Note that this will also create an intercept (a column of ones) and will only contain the variables varname and othervar, no other variables from the dataset.

3.5 Label a categorical variable

To create a factor (categorical) variable, use the factor() function, with arguments levels = for the unique values and labels = for the names of those values. The labels wil be assigned to the level in the same order they are specified. For example, if oldvar has values 0, 1, and 2, which should be named “small” (0), “medium” (1), “large” (2):

dataset$newvar <- factor(dataset$oldvar, levels = c(0, 1, 2), 
                         labels = c("small", "medium", "large"))

The reference level is always the first level (e.g. “small”). In models, R will treat character variables as factor variables, and the levels will be in alphabetical order. For example, if the variable in the example above was already labeled, but not a factor variable, putting it in a model or using the factor() function would result in levels “large”, “medium”, and “small” (“large” being the reference).

To determine whether a variable is already a factor variable, or whether it is a character variable (or another type), use:

class(dataset$varname)

To see the levels in order of a factor variable, use:

levels(dataset$varname)

The {forcats} package is designed to make working with categorical variables easier. If a variable has levels “large”, “medium”, and “small” and you want to change the order, you can use:

dataset$newvar <- forcats::fct_relevel(dataset$oldvar, 
                                       "small", "medium", "large")

To rename the levels “sm”, “md”, and “lg”:

dataset <- forcats::fct_recode(dataset$oldvar, 
                               "sm" = "small", "md" = "medium", "lg" = "large")

If the variable is numeric, you need to turn it into a character or factor variable before using fct_recode():

dataset <- forcats::fct_recode(as.character(dataset$oldvar), 
                               "sm" = "0", "md" = "1", "lg" = "2")

3.6 Sorting data

The default of the arrange() function from the {dplyr} package is in ascending order.

dataset <- dplyr::arrange(dataset, varname)

To sort in descending order:

library(dplyr)
dataset <- arrange(dataset, desc(varname))

You can sort on multiple variables to arrange observations into ascending order based on varname1, and within each varname1 category one can sort into descending order by varname2.

library(dplyr)
dataset <- arrange(dataset, varname1, desc(varname2))

3.7 Merge two datasets

To merge two datasets, use a _join() function from the {dplyr} package: left_join(), right_join(), full_join(). The functions differ by how they treat rows without a match in the “left-hand side” dataset and the “right-hand side” dataset.

This will keep all observations in dataset1 and merge only with observations from dataset2 with a matching id in dataset1:

library(dplyr)
dataset3 <- left_join(dataset1, dataset2, join_by(id))

3.8 Keeping and dropping observations

To create a dataset that is a subset of another dataset, use filter().

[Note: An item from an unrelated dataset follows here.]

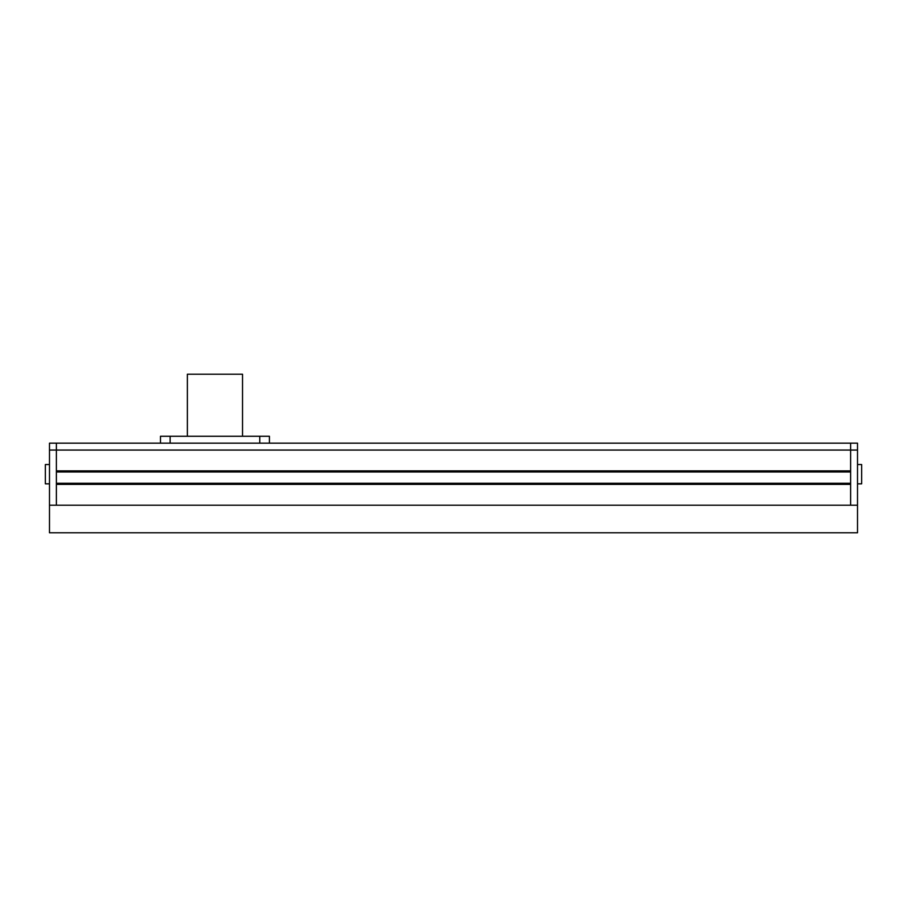 <?xml version="1.0" encoding="UTF-8"?>
<svg xmlns="http://www.w3.org/2000/svg" width="907" height="907" viewBox="0 0 907 907"><rect width="100%" height="100%" fill="white"/><g stroke="black" fill="none" stroke-linecap="round" stroke-linejoin="round"><path stroke-width="1.36" d="M857.512 450.053L850.619 450.053L850.619 505.21L857.512 505.21L857.512 443.16L850.619 443.16L850.619 450.053L850.619 443.16L56.381 443.16L56.381 450.053L56.381 443.16L49.488 443.16L49.488 505.21L56.381 505.21L56.381 484.383L850.619 484.383L850.619 505.21L56.381 505.21L56.381 450.053L49.488 450.053M850.619 450.053L850.619 470.869L56.381 470.869L56.381 450.053L850.619 450.053M850.619 471.98L56.381 471.98M850.619 483.284L56.381 483.284M49.488 483.839L45.35 483.839L45.35 464.531L49.488 464.531M857.512 464.531L861.65 464.531L861.65 483.839L857.512 483.839M49.488 532.783L49.488 505.21L857.512 505.21L857.512 532.783L49.488 532.783M187.375 436.267L187.375 374.217L242.532 374.217L242.532 436.267M269.424 443.16L269.424 436.267L160.482 436.267L160.482 443.16M259.765 436.267L259.765 443.16M170.142 436.267L170.142 443.16"/></g></svg>

This code will retain all observations with both the age and sex requirement:

dataset2 <- dplyr::filter(dataset1, age > 35, sex == "F")

You can also explicitly use logic operators such as & (and) and | (or). To retain observations that are either older than 35 or female (or both):

dataset2 <- dplyr::filter(dataset1, age > 35 | sex == "F")

4 Descriptives, statistical tests, and visualization tools

4.1 Categorical data: frequencies, tests, and association measures

4.1.1 One-way frequency table

One can get a frequency table using the count() function.

dplyr::count(dataset, varname)

The tabyl() function from the {janitor} package is also helpful for frequency tables because it will also add percentages by default to a one-way frequency table.

janitor::tabyl(dataset, varname)

For a binary variable, you can use prop.test() or binom.test() (exact intervals) to get confidence intervals for the proportion of 1’s (or the “higher” level for a factor variable):

prop.test(table(dataset$binary_var))

4.1.2 RxC frequency tables

One can easily extend the functions above to cross-tabulate two categorical variables.

dplyr::count(dataset, varname1, varname2)
janitor::tabyl(dataset, varname1, varname2)

To get proportions when using tabyl():

library(janitor)
tabyl(dataset, varname1, varname2) |> adorn_percentages()

4.1.3 Two-sample test of proportions

To compare proportions of varname2 stratified by varname1 and get a confidence interval for the difference in proportions;

prop.test(table(dataset$varname1, dataset$varname2))

4.1.4 Estimate measures of association

The {epitools} package contains functions for estimating various simple epidemiologic quantities. For example, to estimate a risk ratio (and the corresponding proportions):

epitools::epitab(dataset$exposure, dataset$outcome, 
                 method = "riskratio")

4.1.5 Stratified frequency tables

You can estimate any summary statistic of one variable (ex. varname1 or varname2) within different levels of a categorical variable (ex. categorical_variable):

dplyr::summarize(dataset, mean_1 = mean(varname1), 
                 sd_2 = sd(varname2), .by = categorical_variable)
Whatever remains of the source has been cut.